Python driver quickstart
This quickstart provides an end-to-end workflow for how to use the Python driver to connect to your database. For demonstration purposes, it also shows how to use the driver to run a vector search with Cassandra Query Language (CQL) statements.
Prerequisites
You need the following items to complete this quickstart:
-
A running DSE database
-
Python 3.7+
-
A running DSE cluster
-
Python 3.7 or later installed
-
pip 23.0 or later installed
Install the Python driver
Install the cassandra-driver package:
pip install cassandra-driver
Connect the Python driver
Import the necessary libraries and establish a connection to your database.
-
Production configuration
-
Basic configuration
When using the Python driver in production environments or with simulated production workloads, DataStax recommends robust session configuration with profile and cluster details to help optimize driver performance.

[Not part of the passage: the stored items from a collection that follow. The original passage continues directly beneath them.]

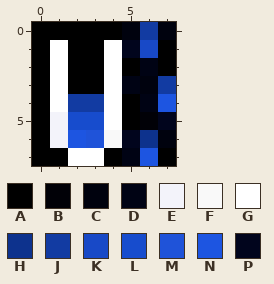
Pixel-art sprite -- icons/raingauge-1.1.png. This is how it looked before the edit.
The file is 8x8 pixels. Colours within 5 levels of each other are drawn and written as one.
Palette (. is transparent): A #000000  B #010107  C #00020e  D #000314  E #f3f3fa  F #f9f9f9  G #ffffff  H #0d328d  J #123ba2  K #1849c7  L #174ccd  M #1f53d9  N #1d55e1  P #01051d
Pixels before, first column x 0:
0 AAAAACJC
1 AGAAGPKA
2 AGAAGADA
3 AGAAGDCJ
4 AGJJGADN
5 AELLGABP
6 AENMFPHC
7 AAGGADNA
New version:
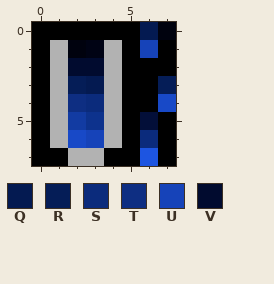
Colours new in this view: Q #041a51  R #051d57  S #0b2b7c  T #0e2e82  U #1643b9  V #010b2f
The exact change:
colour B: #010107 -> #030f39
colour G: #ffffff -> #b2b2b2
Changed rows in their new state; - is a pixel that keeps its letter.
first column x 1:
0 ----AQ-
1 -CD-AU-
2 -VV--A-
3 -RQ-AAR
4 -TS--AK
5 GJH---A
6 GKUGASA
7 ----A--

The following code initializes a session to connect to your database with the cassandra-driver, and it sets up the connection with authentication details sourced from environment variables.

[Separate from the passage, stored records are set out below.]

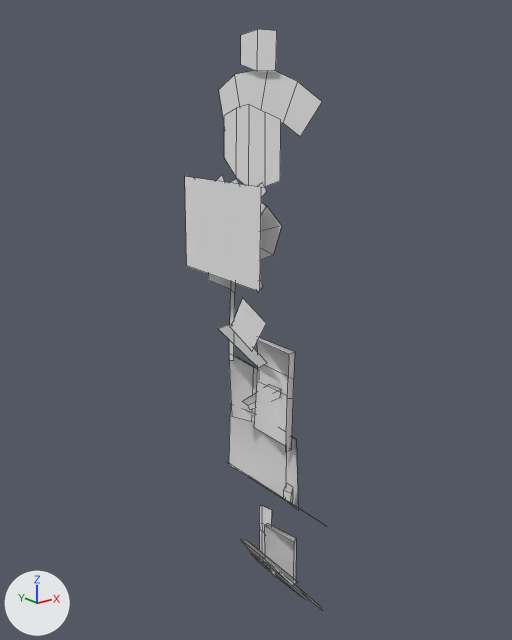
Renders of the OBJ model Soundmarine/Assets/Art_Assets/layer_cake/buildings.obj from each side of a commit.
Both versions are drawn from a camera (50 mm lens) standing at (-1.502, -3.891, 0.471) and looking at (0.004, -2.009, -0.282). Arrows for +X, +Y and +Z are at lower left; the lights stay in place. Mesh edges are drawn as thin lines. Where no turn or scale is listed for an object, it has been applied to the vertices.

The first picture shows 'buildings'.
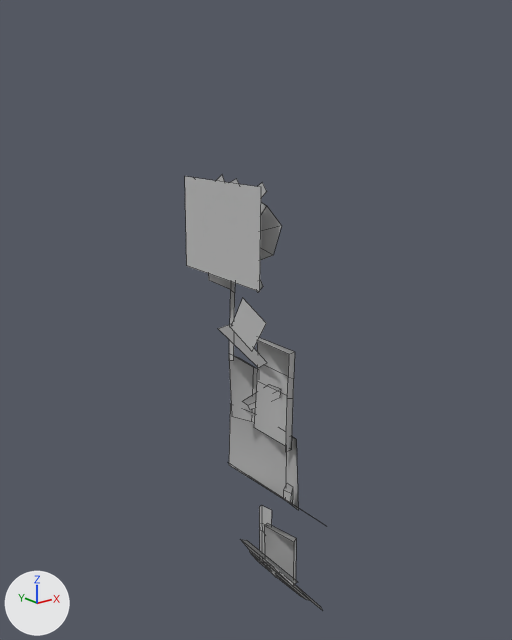
The newer file is also rescaled (x0.153), turned or shifted as a whole; pictures and numbers use the older file's frame.

Where the change shows, as pixel boxes (x1, y1, x2, y2) in the pictures (512 x 640 px):
```json
{"object": "buildings", "change": "recoloured, reshaped", "before": [185, 29, 322, 610], "after": [185, 175, 322, 610], "on screen": "25% shorter"}
{"part": 1, "of": "me_buildings", "change": "deleted", "before": [219, 70, 322, 137]}
{"part": 2, "of": "me_buildings", "change": "deleted", "before": [224, 105, 281, 187]}
{"part": 3, "of": "me_buildings", "change": "deleted", "before": [241, 29, 277, 71]}
```

Scene script edits in JSON lines:
```json
{"op": "set", "path": "mat_initialshadinggroup.base_color", "old": "(0.8, 0.8, 0.8)", "new": "(0.5, 0.5, 0.5)", "note": "white #e7e7e7 -> grey #bcbcbc"}
{"block": "me_buildings", "where": "me_buildings.from_pydata(...)  # 197 vertices, 79 faces; spans x -0.19..0.21, y -2.34..-1.78, z -1.49..0.67"}
{"block": "me_buildings", "where": "# used by ob_buildings; location = (0.0, 0.0, 0.0)"}
{"block": "me_buildings", "change": "me_buildings part 1: the loose piece of 10 vertices spanning x 0.0, y -2.32..-1.81, z 0.35..0.56 is deleted"}
{"block": "me_buildings", "change": "me_buildings part 2: the loose piece of 10 vertices spanning x -0.05, y -2.2..-1.91, z 0.19..0.45 is deleted"}
{"block": "me_buildings", "change": "me_buildings part 3: the loose piece of 6 vertices spanning x -0.02, y -2.14..-1.96, z 0.55..0.67 is deleted"}
{"op": "remove", "block": "me_buildings", "code": "me_buildings.materials.append(mat_lambert4sg)  # white #e7e7e7"}
```

Additionally, it includes options for connection timeout, request timeout, and protocol version.
from cassandra.cluster import Cluster, ExecutionProfile, EXEC_PROFILE_DEFAULT, ProtocolVersion
auth_provider=PlainTextAuthProvider("user", "password"])
profile = ExecutionProfile(request_timeout=30)
cluster = Cluster(
auth_provider=auth_provider,
execution_profiles={EXEC_PROFILE_DEFAULT: profile},
protocol_version=ProtocolVersion.V4
)
session = cluster.connect()
You can use a minimal session configuration for testing or lower environments where you don’t need to optimize the cluster details for production workloads.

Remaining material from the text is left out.